**Data records:**
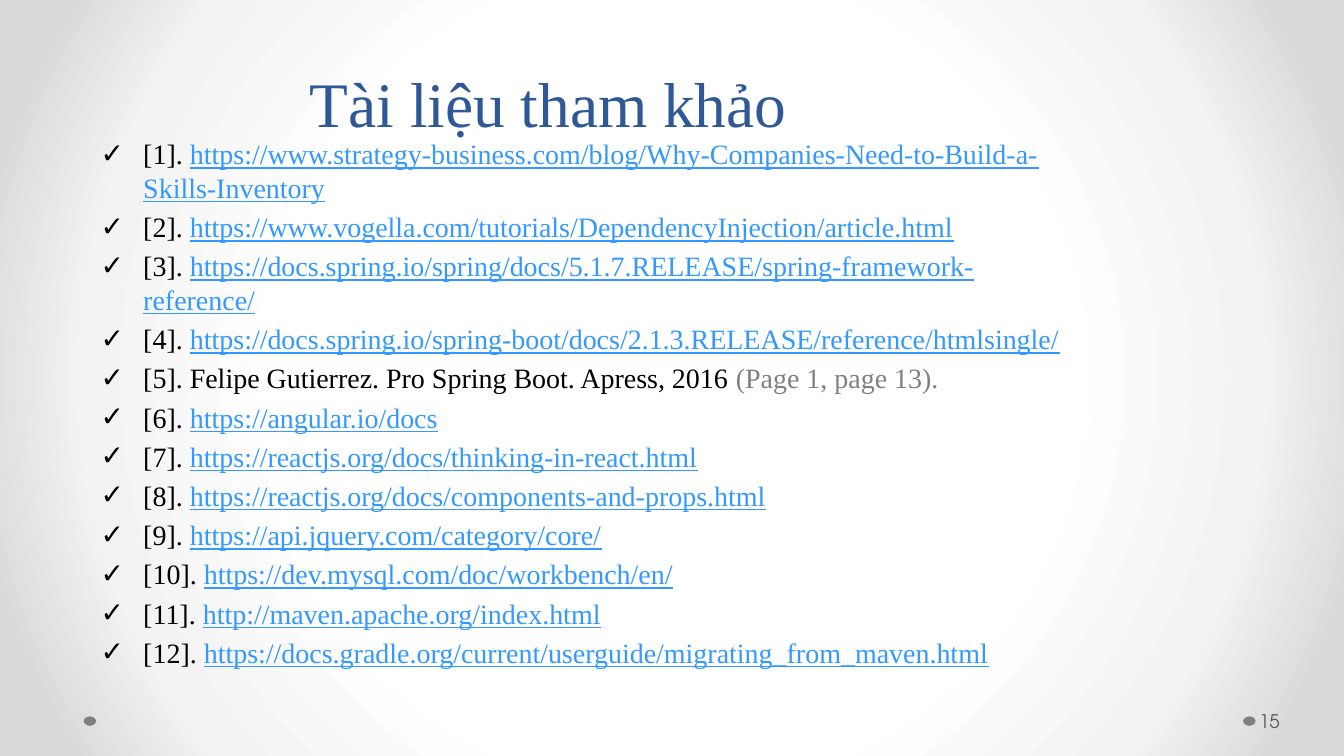
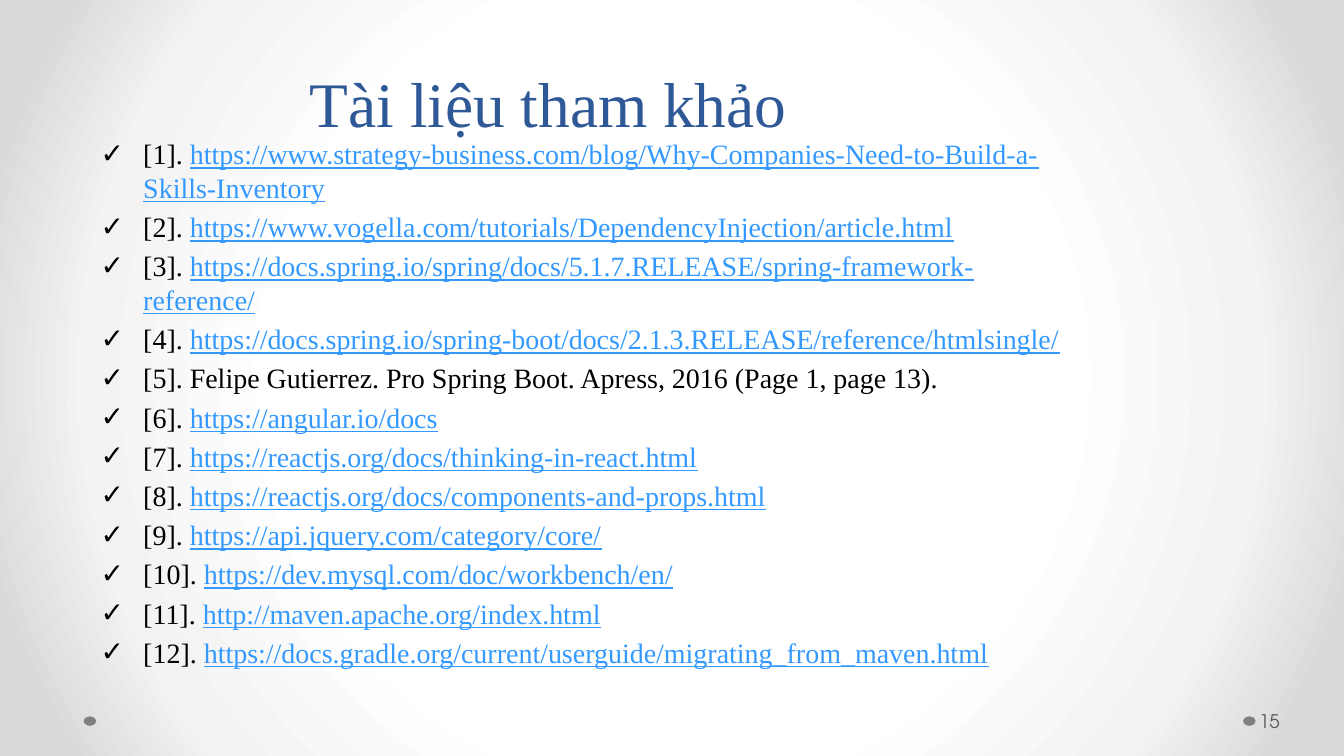
Before and after one commit to andy3520/intern-final-doc, a slide deck: slide 15 of doc/BAO_CAO-DO_AN_TOT_NGHIEP-SKILL_INVENTORY.pptx. Drawn at 1344x756 pixels with LibreOffice and Linux fonts; fonts in the diff are those of the drawing. Boxes give left, top, right and bottom in pixels: in the first picture for what was removed or moved away, otherwise in the second. Text is boxed around its words. In the diff, an @@ line names an element or a change of style, - is before the commit and + after.

```diff
--- a/doc/BAO_CAO-DO_AN_TOT_NGHIEP-SKILL_INVENTORY.pptx
+++ b/doc/BAO_CAO-DO_AN_TOT_NGHIEP-SKILL_INVENTORY.pptx
@@ text at (143, 368, 937, 394): text colour #808080 to #000000 in "(Page 1, page 13)." @@
```
Also in this commit, not shown: 1 other slide changed, 1 other file.

**What is expected:**
All of the entries above are to be duplicated exactly, with every image left out.

**Exercise result:**
Before and after one commit to andy3520/intern-final-doc, a slide deck: slide 15 of doc/BAO_CAO-DO_AN_TOT_NGHIEP-SKILL_INVENTORY.pptx. Drawn at 1344x756 pixels with LibreOffice and Linux fonts; fonts in the diff are those of the drawing. Boxes give left, top, right and bottom in pixels: in the first picture for what was removed or moved away, otherwise in the second. Text is boxed around its words. In the diff, an @@ line names an element or a change of style, - is before the commit and + after.

```diff
--- a/doc/BAO_CAO-DO_AN_TOT_NGHIEP-SKILL_INVENTORY.pptx
+++ b/doc/BAO_CAO-DO_AN_TOT_NGHIEP-SKILL_INVENTORY.pptx
@@ text at (143, 368, 937, 394): text colour #808080 to #000000 in "(Page 1, page 13)." @@
```
Also in this commit, not shown: 1 other slide changed, 1 other file.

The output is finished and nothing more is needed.